# Will adding more ram speed up my computer?



## Aspen007 (Sep 25, 2008)

I have a Intel Pentium 4 cpu 2.80 ghz. with 504 mb of Ram running on Windows xp professional service pack 2. If I add more memory will it speed up my computer? Also, how do I add a wireless connection to this computer? What will I need? I have a laptop now and I'm using a Belkin wireless router with a side slot card. I would like to get the Pentium running on the same wireless network, if that is possible.


----------



## Tumbleweed36 (May 14, 2005)

First of all, with only 504 mb of ram with XP, you will see an increase in performance when you add more ram. XP actually doesn't run very well on only 504 of ram IMHO. For the wireless connection since you already have a belkin wireless router, I would think you only need to get either a PCI wireless card or a wireless USB card to put in the computer you want to connect.
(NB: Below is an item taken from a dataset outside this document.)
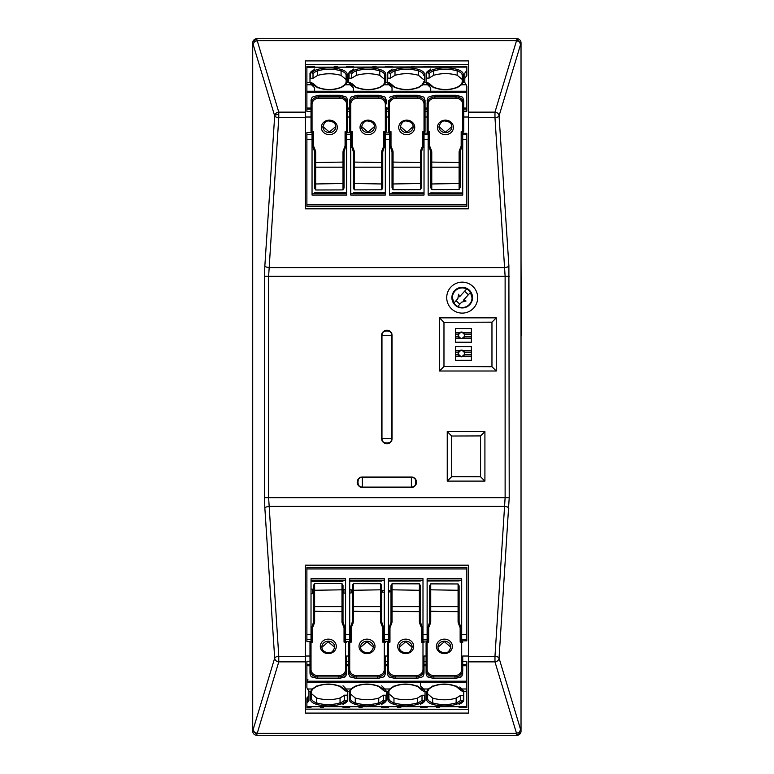 <?xml version="1.0" encoding="UTF-8"?>
<svg xmlns="http://www.w3.org/2000/svg" width="774" height="774" viewBox="0 0 774 774"><rect width="100%" height="100%" fill="white"/><g stroke="black" fill="none" stroke-linecap="round" stroke-linejoin="round"><path stroke-width="1.16" d="M387.387 656.023L385.326 656.023L385.326 666.375M385.326 660.251L385.326 661.073M348.687 656.023L346.626 656.023L346.626 666.375M346.626 660.174L346.626 661.073M309.987 656.023L305.343 656.023M468.396 709.265L305.343 709.119M468.396 656.023L462.726 656.023L462.726 666.375M462.726 660.28L462.726 661.073M426.087 656.023L424.026 656.023L424.026 666.375M307.442 697.297A5.157 2.177 180 0 0 306.891 698.283L306.891 703.421A5.157 2.177 -0 0 1 307.442 702.444L307.442 697.297A15.635 6.608 -0 0 0 308.952 695.255L308.952 691.375A15.635 6.608 180 0 0 308.913 691.25L307.471 688.995L312.27 688.995L310.722 691.25L308.913 691.25M307.471 688.995L306.891 687.612L306.891 661.248L309.987 661.257M346.626 661.315L348.687 661.325M385.326 661.393L387.387 661.393M424.026 661.46L426.087 661.46M462.726 661.528L466.848 661.538L466.848 706.672L306.891 706.672L306.891 703.421M311.022 706.672L311.022 707.446L306.891 707.446L306.891 706.672L466.848 706.672L466.848 707.446L459.108 707.446L459.108 706.739M439.506 706.72L439.506 707.446L436.41 707.446L436.41 706.71M420.408 706.691L420.408 707.446L427.122 707.446L427.122 706.701M422.12 627.046L420.708 623.515L419.75 623.457A6.192 5.612 0 0 1 419.382 621.541L419.382 583.848L392.031 583.77L390.996 585.56L390.996 621.977L390.996 606.603L420.408 606.603L420.408 585.686L420.408 622.78M419.382 583.848L420.408 585.686M424.026 669.8L424.026 656.023M460.82 627.046L459.408 623.515L458.45 623.457A6.192 5.612 0 0 1 458.082 621.541L458.082 583.954L430.731 583.877L429.696 585.725L429.696 622.77M458.082 583.954L459.108 585.86L459.108 622.731M458.45 623.457L459.891 627.046L460.869 627.163A5.157 4.673 180 0 1 461.178 628.769L461.178 641.54L461.178 628.769L460.143 628.333L460.143 642.13L461.081 641.53L461.691 642.13L460.143 642.13M454.986 675.557L433.827 675.557L433.827 678.43L454.986 678.527L461.633 676.534L462.571 674.289L462.726 669.907A7.74 7.014 180 0 1 454.986 676.921L454.986 675.557A6.705 6.076 180 0 0 461.691 669.471L462.726 669.907L462.726 656.023M468.396 565.591L305.343 565.649M314.631 583.567L313.596 585.27L313.596 621.977L313.596 606.603L343.008 606.603L343.008 585.376L341.982 583.635L314.631 583.567L314.631 611.276L313.596 611.712M343.008 622.886L343.008 585.376M345.078 629.639L345.078 641.54L345.078 628.769L344.043 628.333A4.131 3.744 180 0 0 343.791 627.046L344.769 627.163A5.157 4.673 180 0 1 345.078 628.769L343.308 623.515L342.35 623.457L343.791 627.046M338.886 675.557L317.727 675.557L317.727 678.43L338.886 678.527L345.533 676.534L346.471 674.289L346.626 669.907A7.74 7.014 180 0 1 338.886 676.921L338.886 675.557A6.705 6.076 180 0 0 345.591 669.471L346.626 669.907L346.626 656.023M353.331 583.664L352.296 585.415L352.296 621.977L352.296 606.603L381.708 606.603L381.708 585.521L380.682 583.731L353.331 583.664L353.331 611.276L352.296 611.712M381.708 622.828L381.708 585.521M385.326 669.8L385.326 656.023M345.591 593.116L343.937 593.145L343.937 589.565L345.591 589.595M345.591 580.2L343.008 580.2L343.008 581.129L311.022 581.177M311.022 589.111L312.415 589.13L312.415 593.658L311.022 593.687M311.535 641.54L311.535 628.769L312.57 628.333L312.57 642.13L311.022 641.54L311.022 578.739L345.591 578.739L345.591 641.452L349.722 641.423L349.722 578.739L384.291 578.739L384.291 641.259L388.422 641.24L388.422 578.739L422.991 578.739L422.991 641.066L427.122 641.046L427.122 578.739L461.691 578.739L461.691 640.872L466.848 640.853L466.848 567.439L306.891 567.439L306.891 641.636L310.606 641.617M461.691 580.2L459.108 580.2L459.108 580.974L427.122 581.022M422.991 580.2L420.408 580.2L420.408 581.022L388.422 581.071M388.422 590.61L389.815 590.678L389.815 591.907L388.422 591.975M384.291 592.149L382.637 592.207L382.637 590.398L384.291 590.456M384.291 580.2L381.708 580.2L381.708 581.081L349.722 581.119M349.722 589.662L351.115 589.682L351.115 593.01L349.722 593.039M386.352 117.009L388.422 117.009L388.422 131.212L388.422 100.504A1.035 0.88 180 0 1 388.422 100.494M351.628 146.741L353.031 150.272L353.989 150.32A6.192 5.612 180 0 1 354.366 152.246L354.366 189.872L381.708 189.794L382.743 187.879L382.743 151.81L382.743 167.184L353.331 167.184L353.331 188.014L353.331 151.027M354.366 189.872L353.331 188.014M353.989 150.32L352.547 146.731L351.58 146.615A5.157 4.673 0 0 1 351.27 145.019L351.27 132.248L351.27 145.019L352.296 145.454L352.296 131.648L351.357 132.248L350.748 131.648L352.296 131.648M349.867 99.498L350.845 97.243L349.867 99.498L349.722 103.871A7.74 7.014 0 0 1 357.462 96.856L357.462 98.23A6.705 6.076 0 0 0 350.748 104.306L349.722 103.871L349.722 131.212L349.722 117.009L347.652 117.009M343.008 189.911L344.043 188.053L344.043 151.81L344.043 167.184L314.631 167.184L314.631 188.179L315.666 189.988L343.008 189.911L343.008 152.246A6.192 5.612 180 0 1 343.385 150.32L344.343 150.272L345.746 146.741M314.631 150.969L314.631 188.179M312.57 144.206L312.57 132.248L312.57 145.019L313.596 145.454L313.596 131.648L312.657 132.248L312.048 131.648L313.596 131.648M311.167 99.498L312.145 97.243L311.167 99.498L311.022 103.871A7.74 7.014 0 0 1 318.762 96.856L318.762 98.23A6.705 6.076 0 0 0 312.048 104.306L311.022 103.871L311.022 131.212L311.022 117.009L305.343 117.009M305.343 208.38L468.396 208.448M463.752 117.009L468.396 117.009M459.108 189.543L460.143 187.492L460.143 151.81L460.143 167.184L430.731 167.184L430.731 187.647L431.766 189.63L459.108 189.543L459.108 162.511L460.143 162.076M430.731 151.124L430.731 187.647M428.67 144.361L428.67 132.248L428.67 145.019L429.696 145.454A4.131 3.744 0 0 0 429.947 146.731L428.98 146.615A5.157 4.673 0 0 1 428.67 145.019L430.431 150.272L431.389 150.32L429.947 146.731M427.267 99.498L428.245 97.243L427.267 99.498L427.122 103.871A7.74 7.014 0 0 1 434.862 96.856L434.862 98.23A6.705 6.076 0 0 0 428.148 104.306L427.122 103.871L427.122 131.212L427.122 117.009L425.052 117.009M420.408 189.669L421.443 187.695L421.443 151.81L421.443 167.184L392.031 167.184L392.031 187.83L393.066 189.756L420.408 189.669L420.408 162.511L421.443 162.076M392.031 151.075L392.031 187.83M389.97 144.312L389.97 132.248L389.97 145.019L390.996 145.454A4.131 3.744 0 0 0 391.247 146.731L390.28 146.615A5.157 4.673 0 0 1 389.97 145.019L389.97 144.312M428.148 193.577L430.731 193.577L430.731 192.89L462.726 192.929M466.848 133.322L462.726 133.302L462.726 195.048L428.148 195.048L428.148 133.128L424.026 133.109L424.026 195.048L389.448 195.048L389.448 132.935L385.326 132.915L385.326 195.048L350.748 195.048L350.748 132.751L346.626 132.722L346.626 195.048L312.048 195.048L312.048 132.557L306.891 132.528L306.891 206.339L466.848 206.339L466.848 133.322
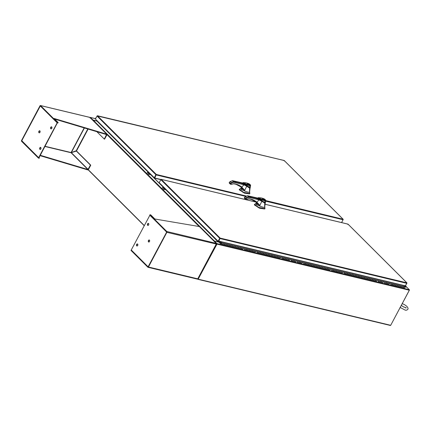 <?xml version="1.0" encoding="UTF-8"?>
<svg xmlns="http://www.w3.org/2000/svg" width="431" height="431" viewBox="0 0 431 431"><rect width="100%" height="100%" fill="white"/><g stroke="black" fill="none" stroke-linecap="round" stroke-linejoin="round"><path stroke-width="0.65" d="M218.345 242.006L218.803 241.096M218.851 242.071L218.56 242.001L219.013 241.155M197.64 278.986L198.055 279.363L390.702 325.303L409.353 290.225L216.976 244.113L216.96 243.612L214.396 241.058L218.856 242.147M409.353 290.225L409.331 289.729L406.767 287.17L404.779 286.696M214.396 241.058L214.25 241.322L216.815 243.881M95.563 118.665L90.365 117.421L93.01 120.023L97.002 120.982M90.289 117.728L92.854 120.276L90.23 117.695M216.82 243.957L198.125 279.056M216.976 244.113L198.055 279.363M88.161 169.819L144.186 225.682M390.427 325.48L198.147 279.358M219.993 238.348L220.133 238.084L406.864 282.844L405.539 285.866L218.813 241.107L219.993 238.348L218.032 241.829L213.954 241.064M153.98 177.448L153.77 177.755L161.172 185.136L161.383 184.829M92.832 120.292L96.916 121.057L97.12 120.755L95.946 119.586M88.29 169.722L144.261 225.532M197.743 278.852L216.61 243.854L216.378 243.617M216.61 243.854L197.91 279.024M216.841 243.908L214.153 241.258M153.986 177.965L154.153 177.62L153.942 177.928M218.754 241.048L218.231 241.98M406.74 287.165L404.65 286.561M409.412 290.036L390.734 325.243M258.126 198.346L264.817 202.565L264.849 200.356L258.654 198.131C259.198 197.619 260.593 197.694 262.851 198.362L264.068 198.858C264.984 199.246 265.539 199.828 265.744 200.582L343.065 219.234L343.173 219.605L343.065 219.234L343.081 219.729L265.636 201.164M160.935 179.49L154.745 178.003L156.334 174.469L154.282 177.75L95.423 119.058L97.12 115.907M245.67 196.38L156.361 174.97L156.334 174.469L246.295 196.035M341.567 222.579L343.081 219.729M156.2 174.814L154.745 178.003M343.065 219.234L284.201 160.537L283.846 160.666L284.201 160.537L284.315 160.919L284.201 160.537L97.126 115.907M341.589 222.585L343.135 219.6M97.034 116.025L155.893 174.717L154.282 177.75M406.88 283.339L220.155 238.58L220.133 238.084L219.923 238.386M219.999 238.424L218.813 241.107M406.864 282.844L348 224.147L347.645 224.276L348 224.147L348.108 224.529L348 224.147L265.108 204.278M405.323 285.818L406.929 283.21M404.553 285.629L405.124 286.2M218.312 241.419L159.217 182.674L160.833 179.641L161.269 179.388L160.919 179.517L161.269 179.388L220.133 238.084M160.833 179.641L219.691 238.327L218.075 241.365M160.849 179.608L154.185 178.014L154.32 177.761M154.185 178.014L161.216 185.098M401.094 305.789L400.2 307.481M95.93 118.105L95.72 118.498M96.054 117.868A0.528 0.345 -76.5 0 0 95.596 118.735M221.071 243.822A0.528 0.345 103.5 0 0 221.319 242.798A0.528 0.345 103.5 0 0 220.839 243.44L221.254 243.057L221.135 243.569L220.354 243.617L221.06 243.822A0.528 0.345 103.5 0 0 221.071 243.822L222.628 244.199A0.528 0.345 103.5 0 1 222.617 244.194L221.081 243.827M401.132 286.971L401.46 287.062A0.528 0.345 -76.5 0 0 401.714 286.044M401.778 286.06L403.271 286.416A0.528 0.345 103.5 0 1 403.017 287.439A0.528 0.345 -76.5 0 0 403.384 286.48L401.832 286.109A0.528 0.345 103.5 0 1 401.471 287.068L404.58 287.811A0.528 0.345 103.5 0 0 404.941 286.852L403.712 285.43M398.67 285.311L400.162 285.672A0.528 0.345 103.5 0 1 399.914 286.696A0.528 0.345 -76.5 0 0 400.275 285.737L398.718 285.365A0.528 0.345 103.5 0 1 398.357 286.324A0.528 0.345 -76.5 0 0 398.605 285.295M394.909 285.478L395.238 285.575A0.528 0.345 -76.5 0 0 395.496 284.552M395.561 284.568L397.048 284.923A0.528 0.345 103.5 0 1 396.795 285.947L395.259 285.581M392.447 283.824L393.939 284.18A0.528 0.345 103.5 0 1 393.692 285.203A0.528 0.345 -76.5 0 0 394.053 284.244L392.501 283.873A0.528 0.345 103.5 0 1 392.14 284.832A0.528 0.345 -76.5 0 0 392.382 283.808M389.338 283.075L390.831 283.431A0.528 0.345 103.5 0 1 390.583 284.46A0.528 0.345 -76.5 0 0 390.944 283.501L389.387 283.129A0.528 0.345 103.5 0 1 389.026 284.083A0.528 0.345 -76.5 0 0 389.274 283.059M386.23 282.332L387.717 282.688A0.528 0.345 103.5 0 1 387.474 283.711A0.528 0.345 -76.5 0 0 387.835 282.752L386.278 282.38A0.528 0.345 103.5 0 1 385.917 283.339A0.528 0.345 -76.5 0 0 386.165 282.316M383.116 281.583L384.608 281.944A0.528 0.345 103.5 0 1 384.36 282.968A0.528 0.345 -76.5 0 0 384.721 282.009L383.17 281.637A0.528 0.345 103.5 0 1 382.809 282.596A0.528 0.345 -76.5 0 0 383.051 281.572M379.361 281.75L379.689 281.847A0.528 0.345 -76.5 0 0 379.943 280.823M380.007 280.84L381.5 281.195A0.528 0.345 103.5 0 1 381.241 282.219A0.528 0.345 -76.5 0 0 381.613 281.265L380.056 280.888A0.528 0.345 103.5 0 1 379.7 281.847L382.469 282.499M376.899 280.096L378.386 280.452A0.528 0.345 103.5 0 1 378.143 281.475A0.528 0.345 -76.5 0 0 378.504 280.516L376.947 280.145A0.528 0.345 103.5 0 1 376.586 281.104A0.528 0.345 -76.5 0 0 376.834 280.08M373.138 280.258L373.467 280.355A0.528 0.345 -76.5 0 0 373.72 279.331M373.785 279.347L375.277 279.708A0.528 0.345 103.5 0 1 375.024 280.726L373.488 280.36L375.035 280.732A0.528 0.345 -76.5 0 0 375.39 279.773L373.839 279.401A0.528 0.345 103.5 0 1 373.478 280.355L371.921 279.983A0.528 0.345 103.5 0 1 371.91 279.983L370.03 279.514M370.676 278.604L372.168 278.959A0.528 0.345 103.5 0 1 371.921 279.983A0.528 0.345 -76.5 0 0 372.282 279.024L370.725 278.652A0.528 0.345 103.5 0 1 370.369 279.611A0.528 0.345 -76.5 0 0 370.612 278.588M366.916 278.771L367.244 278.862A0.528 0.345 -76.5 0 0 367.503 277.844M367.568 277.855L369.055 278.216A0.528 0.345 103.5 0 1 368.801 279.234A0.528 0.345 -76.5 0 0 369.173 278.281L367.616 277.909A0.528 0.345 103.5 0 1 367.255 278.868L371.921 279.983M364.454 277.111L365.946 277.467A0.528 0.345 103.5 0 1 365.703 278.496A0.528 0.345 -76.5 0 0 366.059 277.537L364.507 277.16A0.528 0.345 103.5 0 1 364.147 278.119A0.528 0.345 -76.5 0 0 364.394 277.095M360.699 277.278L361.027 277.37A0.528 0.345 -76.5 0 0 361.28 276.352M361.345 276.368L362.837 276.724A0.528 0.345 103.5 0 1 362.579 277.747A0.528 0.345 -76.5 0 0 362.95 276.788L361.393 276.416A0.528 0.345 103.5 0 1 361.038 277.375L363.807 278.022M358.236 275.619L359.729 275.98A0.528 0.345 103.5 0 1 359.481 277.004A0.528 0.345 -76.5 0 0 359.842 276.045L358.285 275.673A0.528 0.345 103.5 0 1 357.924 276.632A0.528 0.345 -76.5 0 0 358.172 275.603M354.476 275.786L354.805 275.883A0.528 0.345 -76.5 0 0 355.063 274.859M355.122 274.876L356.615 275.231A0.528 0.345 103.5 0 1 356.362 276.255L354.826 275.888L356.372 276.255A0.528 0.345 -76.5 0 0 356.728 275.296L355.176 274.924A0.528 0.345 103.5 0 1 354.815 275.883L353.258 275.511A0.528 0.345 103.5 0 1 353.248 275.506A0.528 0.345 -76.5 0 0 353.619 274.552L352.062 274.181A0.528 0.345 103.5 0 1 351.707 275.14L351.367 275.043M348.905 273.383L350.398 273.739A0.528 0.345 103.5 0 1 350.15 274.768L351.707 275.14A0.528 0.345 -76.5 0 0 351.949 274.116M352.014 274.127L353.506 274.488A0.528 0.345 103.5 0 1 353.258 275.511L351.718 275.14M345.791 272.64L347.284 272.995A0.528 0.345 103.5 0 1 347.041 274.019L350.15 274.768A0.528 0.345 -76.5 0 0 350.511 273.809L348.954 273.432A0.528 0.345 103.5 0 1 348.593 274.391A0.528 0.345 -76.5 0 0 348.841 273.367M345.495 273.647L347.03 274.019A0.528 0.345 103.5 0 1 347.03 274.019A0.528 0.345 -76.5 0 0 347.402 273.06L345.845 272.688A0.528 0.345 103.5 0 1 345.484 273.647A0.528 0.345 -76.5 0 0 345.732 272.624M342.683 271.891L344.175 272.252A0.528 0.345 103.5 0 1 343.927 273.276A0.528 0.345 -76.5 0 0 344.288 272.317L342.737 271.945A0.528 0.345 103.5 0 1 342.376 272.904A0.528 0.345 -76.5 0 0 342.618 271.875M339.574 271.147L341.066 271.503A0.528 0.345 103.5 0 1 340.819 272.527A0.528 0.345 -76.5 0 0 341.18 271.573L339.623 271.196A0.528 0.345 103.5 0 1 339.262 272.155A0.528 0.345 -76.5 0 0 339.509 271.131M335.814 271.315L336.142 271.406A0.528 0.345 -76.5 0 0 336.401 270.388M336.466 270.404L337.952 270.76A0.528 0.345 103.5 0 1 337.699 271.783L336.164 271.411L337.71 271.783A0.528 0.345 -76.5 0 0 338.071 270.824L336.514 270.452A0.528 0.345 103.5 0 1 336.153 271.411L334.596 271.04A0.528 0.345 103.5 0 1 334.591 271.034A0.528 0.345 -76.5 0 0 334.957 270.081L333.405 269.709A0.528 0.345 103.5 0 1 333.044 270.663A0.528 0.345 -76.5 0 0 333.287 269.639M333.352 269.655L334.844 270.016A0.528 0.345 103.5 0 1 334.596 271.04L333.055 270.668L334.596 271.04M330.243 268.912L331.735 269.267A0.528 0.345 103.5 0 1 331.487 270.291A0.528 0.345 -76.5 0 0 331.848 269.332L330.291 268.96A0.528 0.345 103.5 0 1 329.93 269.919A0.528 0.345 -76.5 0 0 330.178 268.896M326.482 269.079L326.811 269.17A0.528 0.345 -76.5 0 0 327.07 268.152M327.134 268.163L328.621 268.524A0.528 0.345 103.5 0 1 328.368 269.542A0.528 0.345 -76.5 0 0 328.74 268.588L327.183 268.217A0.528 0.345 103.5 0 1 326.822 269.176L329.591 269.822M324.02 267.419L325.513 267.775A0.528 0.345 103.5 0 1 325.265 268.799A0.528 0.345 -76.5 0 0 325.626 267.845L324.074 267.468A0.528 0.345 103.5 0 1 323.713 268.427A0.528 0.345 -76.5 0 0 323.956 267.403M320.26 267.586L320.594 267.678A0.528 0.345 -76.5 0 0 320.847 266.66M320.912 266.676L322.404 267.031A0.528 0.345 103.5 0 1 322.146 268.055A0.528 0.345 -76.5 0 0 322.517 267.096L320.96 266.724A0.528 0.345 103.5 0 1 320.599 267.683L323.374 268.33M317.803 265.927L319.29 266.288A0.528 0.345 103.5 0 1 319.048 267.312A0.528 0.345 -76.5 0 0 319.409 266.353L317.852 265.981A0.528 0.345 103.5 0 1 317.491 266.934A0.528 0.345 -76.5 0 0 317.739 265.911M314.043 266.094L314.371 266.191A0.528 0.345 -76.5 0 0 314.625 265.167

If you have further questions about issues with routers, Johnwill of the networking area is the resident expert in this area. If you post any questions in there, he will see that you get an answer to any questions.


----------



## Carey7090 (Sep 19, 2008)

To add to what he said and for future reference, RAM is the cheapest, best and easiest way to upgrade your computers performance. Adding more ram will always increase speed.


----------



## LMiller7 (Jun 21, 2010)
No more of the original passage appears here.